Aim of the task: When the word "pushPoints" appears in a line of the data below, list that line.

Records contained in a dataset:
━━━━
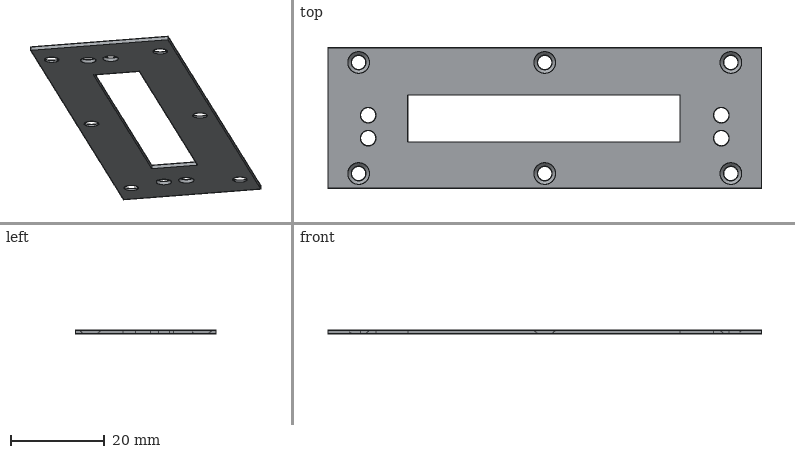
import cadquery as cq

length = 92.5
width = 30.0
thickness = 0.8

window_length = 58.0
window_width = 10.0
window_center_x = -0.2
window_center_y = -0.1

screw_pitch_x = 39.7
screw_row_y = 11.8
screw_diameter = 3.0
countersink_diameter = 4.6
countersink_angle = 90.0

pair_x = 37.7
pair_pitch_y = 4.9
pair_center_y = -1.85
pair_diameter = 3.2

top_plane = cq.Workplane("XY", origin=(0, 0, thickness))
screw_points = [
    (column * screw_pitch_x, row * screw_row_y)
    for column in (-1, 0, 1)
    for row in (-1, 1)
]
pair_points = [
    (side * pair_x, pair_center_y + end * pair_pitch_y / 2)
    for side in (-1, 1)
    for end in (-1, 1)
]

plate = cq.Workplane("XY").box(length, width, thickness, centered=(True, True, False))

window = (
    cq.Workplane("XY")
    .center(window_center_x, window_center_y)
    .rect(window_length, window_width)
    .extrude(thickness)
)

result = (
    plate.cut(window)
    .copyWorkplane(top_plane)
    .pushPoints(screw_points)
    .cskHole(screw_diameter, countersink_diameter, countersink_angle)
    .copyWorkplane(top_plane)
    .pushPoints(pair_points)
    .hole(pair_diameter)
)
━━━━
Result for this task:
    .pushPoints(screw_points)
    .pushPoints(pair_points)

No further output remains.